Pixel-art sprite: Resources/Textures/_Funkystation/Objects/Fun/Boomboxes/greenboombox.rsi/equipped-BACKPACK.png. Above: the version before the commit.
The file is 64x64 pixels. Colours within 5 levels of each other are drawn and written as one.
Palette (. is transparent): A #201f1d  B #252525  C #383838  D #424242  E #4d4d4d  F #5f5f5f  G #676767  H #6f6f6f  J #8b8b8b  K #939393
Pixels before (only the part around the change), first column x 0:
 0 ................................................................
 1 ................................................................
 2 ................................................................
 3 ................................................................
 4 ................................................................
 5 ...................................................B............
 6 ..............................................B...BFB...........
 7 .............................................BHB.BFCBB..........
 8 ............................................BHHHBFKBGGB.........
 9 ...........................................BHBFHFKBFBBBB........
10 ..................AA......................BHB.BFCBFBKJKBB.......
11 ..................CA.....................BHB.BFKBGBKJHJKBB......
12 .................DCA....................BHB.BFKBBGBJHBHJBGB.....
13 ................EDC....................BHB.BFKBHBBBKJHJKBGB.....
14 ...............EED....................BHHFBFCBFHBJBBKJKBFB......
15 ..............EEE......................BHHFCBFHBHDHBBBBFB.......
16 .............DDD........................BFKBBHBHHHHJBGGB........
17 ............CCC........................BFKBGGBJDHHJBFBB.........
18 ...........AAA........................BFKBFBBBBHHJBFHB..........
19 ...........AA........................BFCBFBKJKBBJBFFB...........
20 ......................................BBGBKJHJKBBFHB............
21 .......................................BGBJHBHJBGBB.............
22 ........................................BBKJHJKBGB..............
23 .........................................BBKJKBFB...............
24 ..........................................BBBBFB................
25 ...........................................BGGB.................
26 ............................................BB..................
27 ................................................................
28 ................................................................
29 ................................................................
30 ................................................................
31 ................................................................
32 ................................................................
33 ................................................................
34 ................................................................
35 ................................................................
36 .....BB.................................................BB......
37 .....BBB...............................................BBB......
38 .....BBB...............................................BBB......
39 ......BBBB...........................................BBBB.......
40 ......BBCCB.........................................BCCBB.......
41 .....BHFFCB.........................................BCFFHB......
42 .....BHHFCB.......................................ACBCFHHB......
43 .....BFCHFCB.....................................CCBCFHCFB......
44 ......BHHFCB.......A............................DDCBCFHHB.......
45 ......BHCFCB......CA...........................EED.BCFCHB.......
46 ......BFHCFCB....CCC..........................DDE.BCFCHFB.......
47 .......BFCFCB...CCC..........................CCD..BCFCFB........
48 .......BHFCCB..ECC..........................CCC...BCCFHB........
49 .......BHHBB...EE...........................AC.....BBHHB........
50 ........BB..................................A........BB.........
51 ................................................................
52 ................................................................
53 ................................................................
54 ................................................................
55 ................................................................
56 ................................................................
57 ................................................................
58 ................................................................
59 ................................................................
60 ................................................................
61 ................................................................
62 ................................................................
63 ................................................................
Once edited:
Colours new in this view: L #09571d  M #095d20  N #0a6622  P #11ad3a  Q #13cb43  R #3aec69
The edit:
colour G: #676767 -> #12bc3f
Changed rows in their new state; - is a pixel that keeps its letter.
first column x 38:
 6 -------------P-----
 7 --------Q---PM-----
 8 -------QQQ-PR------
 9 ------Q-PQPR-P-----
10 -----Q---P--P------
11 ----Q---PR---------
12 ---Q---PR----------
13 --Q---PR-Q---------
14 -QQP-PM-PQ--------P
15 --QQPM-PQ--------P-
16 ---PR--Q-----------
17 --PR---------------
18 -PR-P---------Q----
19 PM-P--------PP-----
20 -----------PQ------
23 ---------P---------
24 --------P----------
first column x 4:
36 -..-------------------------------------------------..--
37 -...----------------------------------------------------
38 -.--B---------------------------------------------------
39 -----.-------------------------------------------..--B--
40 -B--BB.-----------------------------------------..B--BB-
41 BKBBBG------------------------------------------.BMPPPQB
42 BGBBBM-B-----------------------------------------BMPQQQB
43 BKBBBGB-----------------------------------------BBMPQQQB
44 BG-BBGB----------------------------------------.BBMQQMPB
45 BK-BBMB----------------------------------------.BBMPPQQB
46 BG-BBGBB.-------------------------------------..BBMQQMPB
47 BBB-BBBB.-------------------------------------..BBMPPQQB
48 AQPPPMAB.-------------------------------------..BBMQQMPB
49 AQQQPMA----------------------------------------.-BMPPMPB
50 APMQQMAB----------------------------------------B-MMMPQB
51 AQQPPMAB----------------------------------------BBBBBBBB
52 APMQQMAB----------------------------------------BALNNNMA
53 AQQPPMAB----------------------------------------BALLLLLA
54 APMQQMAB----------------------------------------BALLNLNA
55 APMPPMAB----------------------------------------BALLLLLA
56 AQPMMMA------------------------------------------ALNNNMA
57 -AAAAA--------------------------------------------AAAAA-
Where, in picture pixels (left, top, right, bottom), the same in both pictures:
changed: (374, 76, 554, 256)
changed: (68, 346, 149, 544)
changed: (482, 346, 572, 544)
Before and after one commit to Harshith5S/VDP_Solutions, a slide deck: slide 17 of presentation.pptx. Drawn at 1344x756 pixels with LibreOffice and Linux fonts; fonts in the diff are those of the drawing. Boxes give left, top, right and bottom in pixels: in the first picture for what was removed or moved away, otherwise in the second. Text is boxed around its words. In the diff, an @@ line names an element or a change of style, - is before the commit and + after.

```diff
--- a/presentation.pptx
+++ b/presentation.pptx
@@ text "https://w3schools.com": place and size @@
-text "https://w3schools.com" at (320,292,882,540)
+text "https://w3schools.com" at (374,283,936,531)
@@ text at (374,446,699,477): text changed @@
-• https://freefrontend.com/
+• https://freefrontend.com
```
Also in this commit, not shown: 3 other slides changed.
== == ==
- _What is needed_
Each line above where the word "presentation" occurs should be copied out.

- _Reply_
Before and after one commit to Harshith5S/VDP_Solutions, a slide deck: slide 17 of presentation.pptx. Drawn at 1344x756 pixels with LibreOffice and Linux fonts; fonts in the diff are those of the drawing. Boxes give left, top, right and bottom in pixels: in the first picture for what was removed or moved away, otherwise in the second. Text is boxed around its words. In the diff, an @@ line names an element or a change of style, - is before the commit and + after.
--- a/presentation.pptx
+++ b/presentation.pptx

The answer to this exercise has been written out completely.